Activity.
Every line of the following records that includes "Merged" should be copied.

Records for processing.
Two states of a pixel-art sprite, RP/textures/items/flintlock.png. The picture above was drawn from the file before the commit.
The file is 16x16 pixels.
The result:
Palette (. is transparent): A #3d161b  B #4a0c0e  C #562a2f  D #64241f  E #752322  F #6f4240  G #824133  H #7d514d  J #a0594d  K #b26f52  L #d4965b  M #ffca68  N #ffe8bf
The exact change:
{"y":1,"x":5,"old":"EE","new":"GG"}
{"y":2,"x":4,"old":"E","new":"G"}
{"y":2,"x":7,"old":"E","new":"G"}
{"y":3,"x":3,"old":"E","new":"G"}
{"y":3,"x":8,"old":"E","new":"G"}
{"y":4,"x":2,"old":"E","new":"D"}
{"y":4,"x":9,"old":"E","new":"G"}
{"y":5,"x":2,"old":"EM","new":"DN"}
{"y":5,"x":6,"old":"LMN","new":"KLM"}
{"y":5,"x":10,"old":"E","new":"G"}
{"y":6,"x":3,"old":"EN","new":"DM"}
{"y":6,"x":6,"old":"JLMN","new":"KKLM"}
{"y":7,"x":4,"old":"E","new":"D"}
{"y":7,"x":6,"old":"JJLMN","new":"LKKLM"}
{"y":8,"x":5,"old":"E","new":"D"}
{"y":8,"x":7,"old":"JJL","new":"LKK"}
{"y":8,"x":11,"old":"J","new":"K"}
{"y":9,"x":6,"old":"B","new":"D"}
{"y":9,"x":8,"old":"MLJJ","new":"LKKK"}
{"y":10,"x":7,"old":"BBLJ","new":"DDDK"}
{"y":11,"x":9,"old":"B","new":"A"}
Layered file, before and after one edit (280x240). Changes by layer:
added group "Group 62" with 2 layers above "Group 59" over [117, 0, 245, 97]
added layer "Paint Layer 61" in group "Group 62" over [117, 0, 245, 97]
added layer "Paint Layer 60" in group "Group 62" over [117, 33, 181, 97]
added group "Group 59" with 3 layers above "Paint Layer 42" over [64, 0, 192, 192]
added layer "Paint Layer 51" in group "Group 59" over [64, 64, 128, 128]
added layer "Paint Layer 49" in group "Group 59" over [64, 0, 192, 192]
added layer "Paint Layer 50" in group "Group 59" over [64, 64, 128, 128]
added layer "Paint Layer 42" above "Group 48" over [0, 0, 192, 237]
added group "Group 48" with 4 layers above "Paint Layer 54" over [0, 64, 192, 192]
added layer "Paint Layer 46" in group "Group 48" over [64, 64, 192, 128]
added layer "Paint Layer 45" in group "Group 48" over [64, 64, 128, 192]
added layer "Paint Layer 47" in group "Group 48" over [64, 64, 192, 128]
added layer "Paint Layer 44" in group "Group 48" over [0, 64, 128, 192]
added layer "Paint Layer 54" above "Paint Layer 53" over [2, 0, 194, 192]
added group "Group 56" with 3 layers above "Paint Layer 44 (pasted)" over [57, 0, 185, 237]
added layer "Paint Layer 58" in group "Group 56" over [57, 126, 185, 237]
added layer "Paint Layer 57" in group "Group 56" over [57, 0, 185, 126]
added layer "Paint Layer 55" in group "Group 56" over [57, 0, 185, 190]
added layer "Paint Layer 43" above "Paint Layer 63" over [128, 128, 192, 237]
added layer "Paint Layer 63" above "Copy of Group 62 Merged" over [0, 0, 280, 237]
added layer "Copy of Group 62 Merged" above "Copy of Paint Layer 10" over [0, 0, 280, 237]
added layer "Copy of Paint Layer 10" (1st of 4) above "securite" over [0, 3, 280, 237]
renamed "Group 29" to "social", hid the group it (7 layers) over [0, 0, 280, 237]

Answer space.
added layer "Paint Layer 63" above "Copy of Group 62 Merged" over [0, 0, 280, 237]
added layer "Copy of Group 62 Merged" above "Copy of Paint Layer 10" over [0, 0, 280, 237]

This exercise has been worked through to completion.